Sometimes you just got to feel bad for some writers. Christos Gage came in to write the Thunderbolts after superstar Warren Ellis created a dark, character driven book filled with plenty of 1984-esque themes proven popular in the post Civil War Marvel. But after Warren Ellis’ departure, Christos Gage was brought in to write the Secret Invasion tie-in, taking the team of government controlled super villains , the Thunderbolts, from a great introspective series to a series filled with a lot of dead Skrulls. Now Gage is gone, and Andy Diggle has been brought on, and he is taking it back to the way things were with Ellis. But I feel bad for Gage, who was forced to write the intermission between two teams that may prove to be perfect for this series.
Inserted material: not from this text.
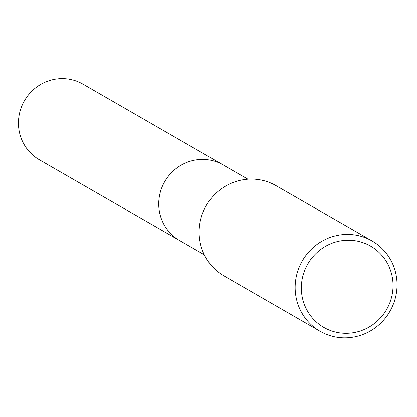<?xml version="1.0" encoding="UTF-8"?>
<svg xmlns="http://www.w3.org/2000/svg" width="417" height="417" viewBox="0 0 417 417"><rect width="100%" height="100%" fill="white"/><g stroke="black" fill="none" stroke-linecap="round" stroke-linejoin="round"><path stroke-width="0.63" d="M204.346 254.813L179.612 240.562A43.634 42.336 -60 0 1 159.476 195.828A43.634 42.336 -60 0 1 223.184 164.95A43.644 42.352 -60 0 1 224.075 165.466M180.243 240.927A43.639 42.341 -60 0 1 159.466 195.823A43.639 42.341 -60 0 1 223.814 165.314M320.084 331.275L224.054 275.939A52.099 50.551 -60 0 1 200.009 222.522A52.099 50.551 -60 0 1 276.075 185.659L372.105 240.995A52.099 50.551 -60 0 1 396.15 294.412A52.099 50.551 -60 0 1 320.084 331.275A52.099 50.551 -60 0 1 296.039 277.858A52.099 50.551 -60 0 1 372.105 240.995M392.235 294.214A46.892 45.495 -60 0 1 338.672 332.709A46.892 45.495 -60 0 1 302.137 279.312A46.892 45.495 -60 0 1 355.701 240.817A46.892 45.495 -60 0 1 392.235 294.214M180.509 241.078A43.644 42.352 -60 0 1 179.602 240.573L39.328 159.732A43.634 42.336 -60 0 1 21.21 107.675A43.634 42.336 -60 0 1 69.04 79.173A43.634 42.336 -60 0 1 82.9 84.119L247.912 179.201M179.602 240.573A43.644 42.352 -60 0 1 161.478 188.5A43.644 42.352 -60 0 1 209.324 159.987A43.644 42.352 -60 0 1 223.184 164.939"/></g></svg>

But Diggle is bringing the Thunderbolts back to what makes them work as a team and series, internal strife. If Ellis’ run was notable for anything, it was the fact the book could take place solely within the Thunderbolts base with them bickering and still be a great super hero comic book. So Diggle is following up on this notion, and very well. With the exception of the director of the Thunderbolts, Norman Osbourne, and his conference in Washington, the rest of the book takes place in and around Thunderbolts mountain with the cast of characters Ellis introduced, and they are all plotting against each other. It’s amazing and I don’t think this amount of internal strife and backstabbing could exist in any other book. In today’s comics, it’s what is done differently which gets attention and the Thunderbolts are different from other super hero based on membership alone. Diggle also has a feel for how these characters interact, nailing Moonstone’s manipulative psychological games and creating tension between the only two arguably decent people on the team, Radioactive Man and leader Songbird. But the fact that Diggle continually refers to the characters by their actual names over their code names displays his focus on what’s happening inside the Thunderbolts over what their doing outside, and this is where this series can stand apart and be decent.
Roberto De La Torre’s art is middle of the road. Nothing stands out as amazing, but nothing stands out as terrible either. It conveys what is going on, being fairly expressive when the mood calls for it, but much of the story is communicated through the words rather than the pictures. A prime example of this is the the scene between Moonstone and Penance, the man who caused the tragedy involved with Civil War. Penance has lines like “You must hate me” while his face is covered and for much of the rest of the scene he stays fairly static in look despite him going through a state of anger and confusion. But I must say, I absolutely love the cover for this comic book. The shattered glass and reflections of the main cast not only looks really good, but reflects a lot of what Diggle and De La Torre are doing inside.
7/10 Things are looking up for this series, drawing on the stories inherent in the very concept of the book.